Liberalism’s anti-subject is essentially Communists and Fascists because they argue for a collectivist system of sorts. One would expect individualists to hate anti-individualists. This is why in pro-liberalism circles these terms (Communist/Fascist) are used almost interchangeably like racial slurs against enemies. Liberalism’s brutality has better PR but can be seen in the justifications for various regime changes after and during the cold war. Sending a country into anarchy and possibly indirectly killing a large percent of the population through famine and chaos is justifiable to fans of Liberalism so long as they adopt “the best system” which will bring them democracy, rainbows, and wealth at some point in the relatively near future.

Liberalism’s brutality can be very well showcased in the words of Madeleine Albright when she considered the deaths of 500,000 Iraqi children due to the US intervention to be “worth it”. After all they got Liberalism as compensation. ( ). If we go father back in time then Liberalism felt perfectly justified in killing anyone against the revolution during the chaos in France at the end of the 18th century for they stood for the old repressive system blocking the way for an Enlightenment Utopia.

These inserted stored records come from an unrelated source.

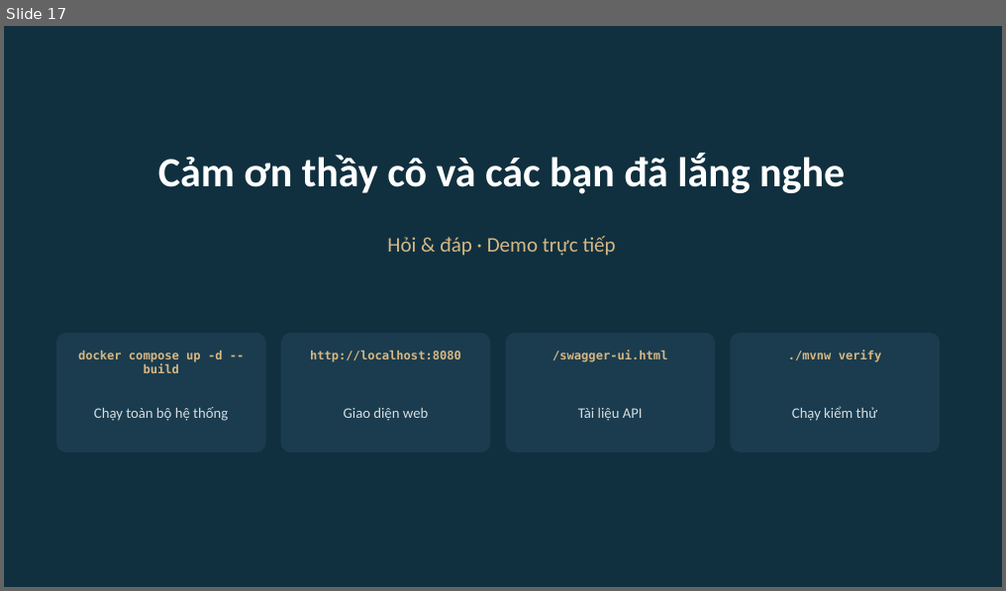
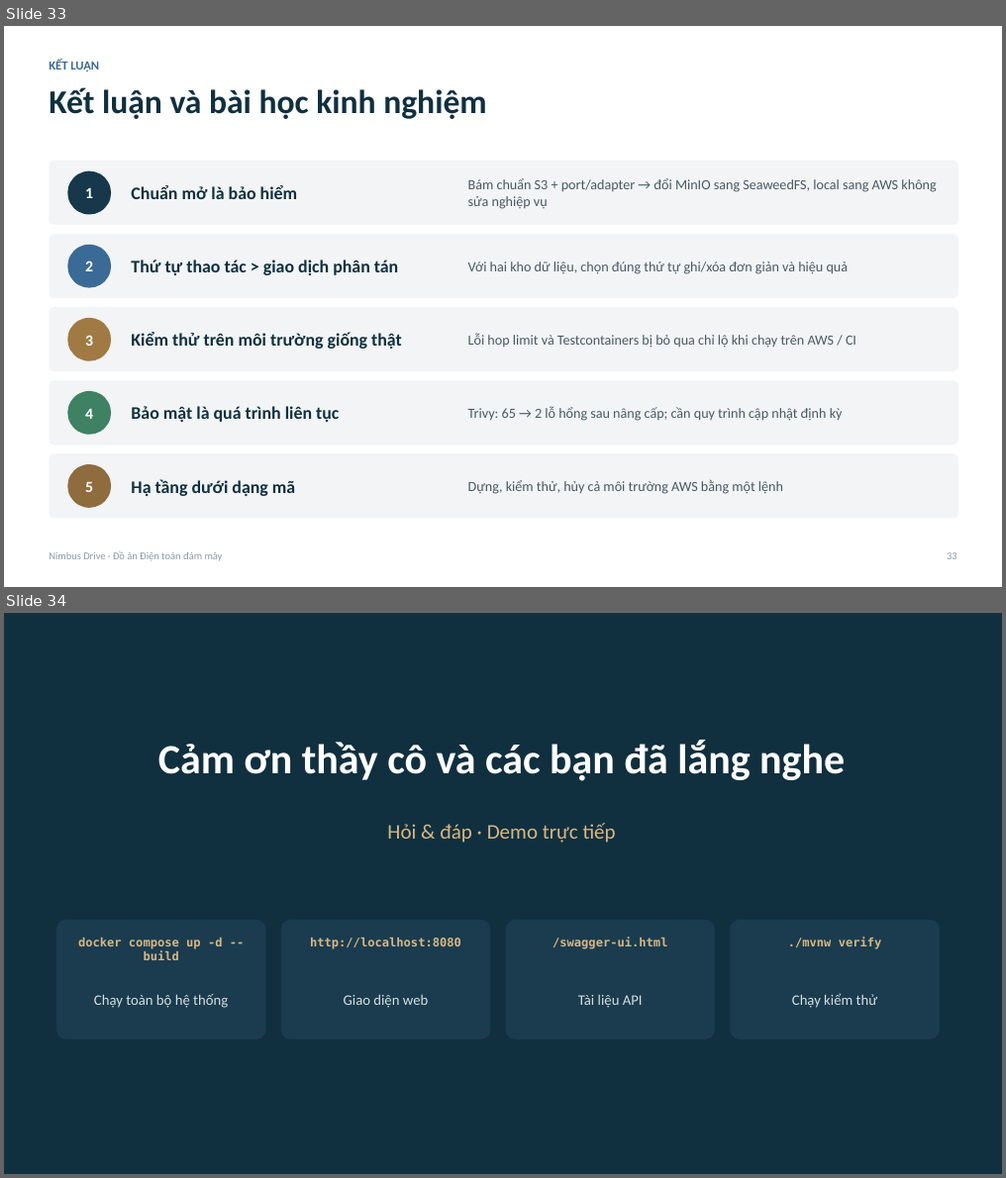
Before and after one commit to LeNhatHuyHyDrex/cloud-file-storage, a slide deck: docs/report/Slide_NimbusDrive.pptx. Shown one above the other, each under a label of ours: slide 17 before the commit, slides 33 and 34 after it. The pictures are 1006x591 and 1006x1178 pixels, drawn with LibreOffice and Linux fonts; fonts in the diff are those of the drawing. Boxes give left, top, right and bottom in pixels: in the first picture for what was removed or moved away, otherwise in the second. Text is boxed around its words. In the diff, an @@ line names an element or a change of style, - is before the commit and + after.

```diff
--- a/docs/report/Slide_NimbusDrive.pptx
+++ b/docs/report/Slide_NimbusDrive.pptx
@@ slide 33 added at (x1=4, y1=26, x2=1002, y2=587), background #FFFFFF @@
@@ text added at (x1=49, y1=59, x2=99, y2=72), 12 pt, text #3A6A96, bold @@
+KẾT LUẬN
@@ text added at (x1=49, y1=87, x2=486, y2=119), 32 pt, text #10303F, bold @@
+Kết luận và bài học kinh nghiệm
@@ rounded rectangle added at (x1=49, y1=161, x2=958, y2=225), fill #F2F4F5 @@
@@ ellipse added at (x1=67, y1=172, x2=111, y2=215), fill #16384A, 15 pt, text #FFFFFF, bold @@
+1
@@ text added at (x1=131, y1=185, x2=298, y2=199), 17 pt, text #10303F, bold @@
+Chuẩn mở là bảo hiểm
@@ text added at (x1=468, y1=178, x2=936, y2=209), 13.5 pt, text #4A5A64 @@
+Bám chuẩn S3 + port/adapter → đổi MinIO sang SeaweedFS, local sang AWS không sửa nghiệp vụ
@@ rounded rectangle added at (x1=49, y1=234, x2=958, y2=298), fill #F2F4F5 @@
@@ ellipse added at (x1=67, y1=245, x2=111, y2=288), fill #3A6A96, 15 pt, text #FFFFFF, bold @@
+2
@@ text added at (x1=131, y1=260, x2=398, y2=275), 17 pt, text #10303F, bold @@
+Thứ tự thao tác > giao dịch phân tán
@@ text added at (x1=468, y1=262, x2=848, y2=274), 13.5 pt, text #4A5A64 @@
+Với hai kho dữ liệu, chọn đúng thứ tự ghi/xóa đơn giản và hiệu quả
@@ rounded rectangle added at (x1=49, y1=307, x2=958, y2=372), fill #F2F4F5 @@
@@ ellipse added at (x1=67, y1=318, x2=111, y2=362), fill #A07A42, 15 pt, text #FFFFFF, bold @@
+3
@@ text added at (x1=131, y1=332, x2=402, y2=349), 17 pt, text #10303F, bold @@
+Kiểm thử trên môi trường giống thật
@@ text added at (x1=468, y1=333, x2=856, y2=348), 13.5 pt, text #4A5A64 @@
+Lỗi hop limit và Testcontainers bị bỏ qua chỉ lộ khi chạy trên AWS / CI
@@ rounded rectangle added at (x1=49, y1=380, x2=958, y2=445), fill #F2F4F5 @@
@@ ellipse added at (x1=67, y1=391, x2=111, y2=435), fill #3F8263, 15 pt, text #FFFFFF, bold @@
+4
@@ text added at (x1=131, y1=406, x2=339, y2=422), 17 pt, text #10303F, bold @@
+Bảo mật là quá trình liên tục
@@ text added at (x1=468, y1=406, x2=843, y2=421), 13.5 pt, text #4A5A64 @@
+Trivy: 65 → 2 lỗ hổng sau nâng cấp; cần quy trình cập nhật định kỳ
@@ rounded rectangle added at (x1=49, y1=455, x2=958, y2=519), fill #F2F4F5 @@
@@ ellipse added at (x1=67, y1=465, x2=111, y2=508), fill #8F6C3E, 15 pt, text #FFFFFF, bold @@
+5
@@ text added at (x1=131, y1=479, x2=295, y2=496), 17 pt, text #10303F, bold @@
+Hạ tầng dưới dạng mã
@@ text added at (x1=468, y1=479, x2=783, y2=494), 13.5 pt, text #4A5A64 @@
+Dựng, kiểm thử, hủy cả môi trường AWS bằng một lệnh
@@ text added at (x1=49, y1=552, x2=223, y2=562), 10 pt, text #8C9BA4 @@
+Nimbus Drive · Đồ án Điện toán đám mây
@@ text added at (x1=946, y1=553, x2=957, y2=560), 10 pt, text #8C9BA4 @@
+33
@@ what was slide 17 is now slide 34 @@
```
Also in this commit, not shown: 13 slides changed, 16 other slides added, 10 other files.

As you can see all three of these political theories have brought great Misery to their relative anti-subjects.

So the question is, are those who plink around with the ideas of Illiberal Democracy or a Fourth Political Theory just future Jacobins, Bolsheviks, and Nazis who haven’t gotten the opportunity to get blood on their hands yet? Will we repeat history? Is there a way to reduce the Misery brought upon the anti-subject of a new political theory? Can the ugliness be avoided if even just partially?

In order to not repeat history, a new political theory MUST be both Non-Utopian and Non-Universal.

This is of absolute critical importance. If we tell people that the system will guarantee a paradise for all, if and only if it is universally accepted by all, then this will naturally create Misery. If you truly believe that only after capitalism in the whole world is crushed, that a true Communist Utopia can be built then that is a justification for violence against those who work against Utopia on earth.

The problem is that there is no Utopia. There is no single system that could make all people happy. Numerous studies (…/thomas-edsall-how-much-do-our-gen… ) (…/voting-genes-are-poli…/ ), have shown that the basis of our political beliefs could actually be genetic, meaning that no matter how much you beat Liberalism into some people they will not and cannot accept it. The Soviets beat the Communism into the heads of every child in the USSR but in the end the government became filled with Liberals who hated the system into which they were indoctrinated and they allowed it (or provoked it) to commit suicide.

Is it so bad for various different people’s with their various different mentalities to come up with systems that work for them? This Western European idea (all three of the 20th centuries political theories came from the West) that there is only one possible truth must come to an end.


A plank in the platform:

-This new system, or way of being, must be born of, and made for one the world’s great civilizations. There is no one-size-fits-all system for every nation on earth.  

– Acceptance in the fact that non-belief in a new political theory is normal as no theory would suit everyone.

– Converting non-believers (or so to say those who could not possibly believe) by force only creates Misery and erodes the strength of the theory.

– There is not now, nor will there ever be Utopia and promising the masses Utopia only leads to extremism. The system should promise improvement but a realistic and achievable improvement (It would be Non-Utopian).

– The points above will dramatically reduce the likelihood of repeating the horrors that the previous theories are guilty of.